Exercise directions: An identical copy of all the records is what the answer must contain.
START Data supplied
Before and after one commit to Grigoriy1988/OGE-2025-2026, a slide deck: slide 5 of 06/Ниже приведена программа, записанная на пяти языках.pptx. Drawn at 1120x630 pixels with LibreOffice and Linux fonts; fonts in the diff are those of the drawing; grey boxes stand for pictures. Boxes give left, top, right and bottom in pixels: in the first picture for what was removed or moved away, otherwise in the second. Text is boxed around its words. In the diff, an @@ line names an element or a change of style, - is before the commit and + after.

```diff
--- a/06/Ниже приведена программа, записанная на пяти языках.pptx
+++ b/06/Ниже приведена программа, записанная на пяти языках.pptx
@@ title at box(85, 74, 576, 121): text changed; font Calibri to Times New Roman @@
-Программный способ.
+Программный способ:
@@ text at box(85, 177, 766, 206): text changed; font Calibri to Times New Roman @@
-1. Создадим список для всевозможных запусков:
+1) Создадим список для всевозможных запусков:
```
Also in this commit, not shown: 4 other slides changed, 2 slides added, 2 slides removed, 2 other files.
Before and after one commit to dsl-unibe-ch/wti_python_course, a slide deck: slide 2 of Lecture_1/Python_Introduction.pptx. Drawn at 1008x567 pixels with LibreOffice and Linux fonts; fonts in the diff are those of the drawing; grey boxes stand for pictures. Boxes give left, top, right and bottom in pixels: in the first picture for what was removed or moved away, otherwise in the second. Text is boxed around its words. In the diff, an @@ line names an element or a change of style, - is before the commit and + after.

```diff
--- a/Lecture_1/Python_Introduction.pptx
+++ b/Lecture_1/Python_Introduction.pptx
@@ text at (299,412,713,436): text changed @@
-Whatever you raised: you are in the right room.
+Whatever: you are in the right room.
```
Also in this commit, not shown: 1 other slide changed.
END Data supplied
Finished exercise:
Before and after one commit to Grigoriy1988/OGE-2025-2026, a slide deck: slide 5 of 06/Ниже приведена программа, записанная на пяти языках.pptx. Drawn at 1120x630 pixels with LibreOffice and Linux fonts; fonts in the diff are those of the drawing; grey boxes stand for pictures. Boxes give left, top, right and bottom in pixels: in the first picture for what was removed or moved away, otherwise in the second. Text is boxed around its words. In the diff, an @@ line names an element or a change of style, - is before the commit and + after.

```diff
--- a/06/Ниже приведена программа, записанная на пяти языках.pptx
+++ b/06/Ниже приведена программа, записанная на пяти языках.pptx
@@ title at box(85, 74, 576, 121): text changed; font Calibri to Times New Roman @@
-Программный способ.
+Программный способ:
@@ text at box(85, 177, 766, 206): text changed; font Calibri to Times New Roman @@
-1. Создадим список для всевозможных запусков:
+1) Создадим список для всевозможных запусков:
```
Also in this commit, not shown: 4 other slides changed, 2 slides added, 2 slides removed, 2 other files.
Before and after one commit to dsl-unibe-ch/wti_python_course, a slide deck: slide 2 of Lecture_1/Python_Introduction.pptx. Drawn at 1008x567 pixels with LibreOffice and Linux fonts; fonts in the diff are those of the drawing; grey boxes stand for pictures. Boxes give left, top, right and bottom in pixels: in the first picture for what was removed or moved away, otherwise in the second. Text is boxed around its words. In the diff, an @@ line names an element or a change of style, - is before the commit and + after.

```diff
--- a/Lecture_1/Python_Introduction.pptx
+++ b/Lecture_1/Python_Introduction.pptx
@@ text at (299,412,713,436): text changed @@
-Whatever you raised: you are in the right room.
+Whatever: you are in the right room.
```
Also in this commit, not shown: 1 other slide changed.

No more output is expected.